From the entries that follow, copy exactly the lines beginning at the line holding "nut_corners = 11.0" and continuing through the line holding "center_hole = top.circle(center_hole_dia".

SOURCE INFORMATION =
•••

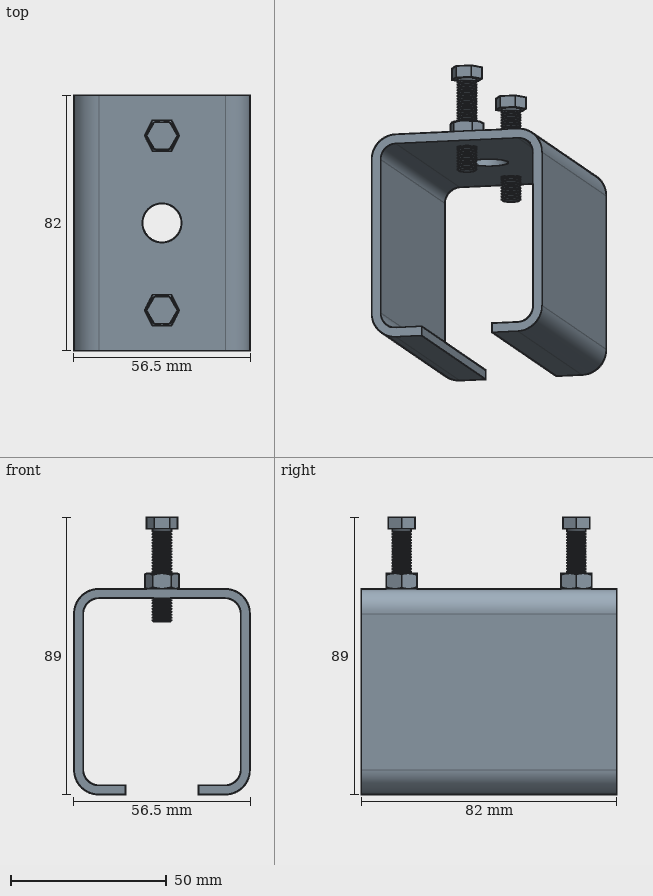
import cadquery as cq
import math

total_height = 89.0

channel_width = 56.5
channel_length = 82.0
channel_height = 66.0
wall = 3.0
corner_radius = 8.0
lip_gap = 23.3
center_hole_dia = 12.5

bolt_spacing = 56.05
head_flats = 8.6
head_height = 3.7
shank_length = 29.8
thread_dia = 6.1
thread_root_dia = 5.0
collar_length = 0.8
thread_pitches = 31.5

nut_flats = 10.0
nut_corners = 11.0
nut_y_face_width = 6.05
nut_height = 5.0
nut_end_face_dia = 9.8
nut_chamfer_angle = 30.0

inner_width = channel_width - 2 * wall
inner_height = channel_height - 2 * wall
inner_radius = corner_radius - wall
thread_pitch = (shank_length - collar_length) / thread_pitches
head_bottom = total_height - head_height
bolt_positions = [-bolt_spacing / 2, bolt_spacing / 2]


def across_corners(flats):
    """Corner-to-corner size of a regular hexagon."""
    return flats / math.cos(math.pi / 6)


def rounded_bar(width, height, radius):
    """Bar along Y with its bottom on Z = 0 and its four long edges rounded."""
    bar = cq.Workplane("XY").box(width, channel_length, height, centered=(True, True, False))
    return bar.edges("|Y").fillet(radius)


def make_housing():
    cavity = rounded_bar(inner_width, inner_height, inner_radius).translate((0, 0, wall))
    slot = cq.Workplane("XY").box(lip_gap, channel_length, wall, centered=(True, True, False))
    body = rounded_bar(channel_width, channel_height, corner_radius).cut(cavity).cut(slot)

    top = cq.Workplane("XY").workplane(offset=channel_height)
    center_hole = top.circle(center_hole_dia / 2).extrude(-wall)
    bolt_holes = top.pushPoints([(0, y) for y in bolt_positions]).circle(thread_dia / 2).extrude(-wall)
    return body.cut(center_hole).cut(bolt_holes)


def make_bolt(y):
    """Hex head bolt, head up, with a plain collar and ring-shaped thread ridges."""
    crest = thread_dia / 2
    root = thread_root_dia / 2
    thread_top = head_bottom - collar_length

    outline = [(0, head_bottom), (crest, head_bottom)]
    for step in range(int(2 * thread_pitches) + 1):
        radius = crest if step % 2 == 0 else root
        outline.append((radius, thread_top - step * thread_pitch / 2))
    outline.append((0, head_bottom - shank_length))

    shank = cq.Workplane("XZ").polyline(outline).close().revolve(360, (0, 0, 0), (0, 1, 0))
    head = (
        cq.Workplane("XY")
        .workplane(offset=head_bottom)
        .polygon(6, across_corners(head_flats))
        .extrude(head_height)
    )
    return shank.union(head).translate((0, y, 0))


def make_nut(y):
    """Hex nut on top of the housing, with the corners of both ends chamfered."""
    half_corners = nut_corners / 2
    half_flats = nut_flats / 2
    half_face = nut_y_face_width / 2
    outline = [
        (half_corners, 0),
        (half_face, half_flats),
        (-half_face, half_flats),
        (-half_corners, 0),
        (-half_face, -half_flats),
        (half_face, -half_flats),
    ]
    hexagon = cq.Workplane("XY").polyline(outline).close().extrude(nut_height)

    outer_radius = math.hypot(half_face, half_flats)
    chamfer_width = outer_radius - nut_end_face_dia / 2
    chamfer_drop = chamfer_width * math.tan(math.radians(nut_chamfer_angle))
    envelope = (
        cq.Workplane("XY")
        .circle(outer_radius)
        .extrude(nut_height)
        .faces("<Z or >Z")
        .edges()
        .chamfer(chamfer_drop, chamfer_width)
    )
    bore = cq.Workplane("XY").circle(thread_dia / 2).extrude(nut_height)
    return hexagon.intersect(envelope).cut(bore).translate((0, y, channel_height))


housing = make_housing()
bolts = [make_bolt(y) for y in bolt_positions]
nuts = [make_nut(y) for y in bolt_positions]

result = cq.Compound.makeCompound(
    [
        housing.val(),
        *[bolt.val() for bolt in bolts],
        *[nut.val() for nut in nuts],
    ]
)

•••

RESPONSE BOX =
nut_corners = 11.0
nut_y_face_width = 6.05
nut_height = 5.0
nut_end_face_dia = 9.8
nut_chamfer_angle = 30.0

inner_width = channel_width - 2 * wall
inner_height = channel_height - 2 * wall
inner_radius = corner_radius - wall
thread_pitch = (shank_length - collar_length) / thread_pitches
head_bottom = total_height - head_height
bolt_positions = [-bolt_spacing / 2, bolt_spacing / 2]


def across_corners(flats):
    """Corner-to-corner size of a regular hexagon."""
    return flats / math.cos(math.pi / 6)


def rounded_bar(width, height, radius):
    """Bar along Y with its bottom on Z = 0 and its four long edges rounded."""
    bar = cq.Workplane("XY").box(width, channel_length, height, centered=(True, True, False))
    return bar.edges("|Y").fillet(radius)


def make_housing():
    cavity = rounded_bar(inner_width, inner_height, inner_radius).translate((0, 0, wall))
    slot = cq.Workplane("XY").box(lip_gap, channel_length, wall, centered=(True, True, False))
    body = rounded_bar(channel_width, channel_height, corner_radius).cut(cavity).cut(slot)

    top = cq.Workplane("XY").workplane(offset=channel_height)
    center_hole = top.circle(center_hole_dia / 2).extrude(-wall)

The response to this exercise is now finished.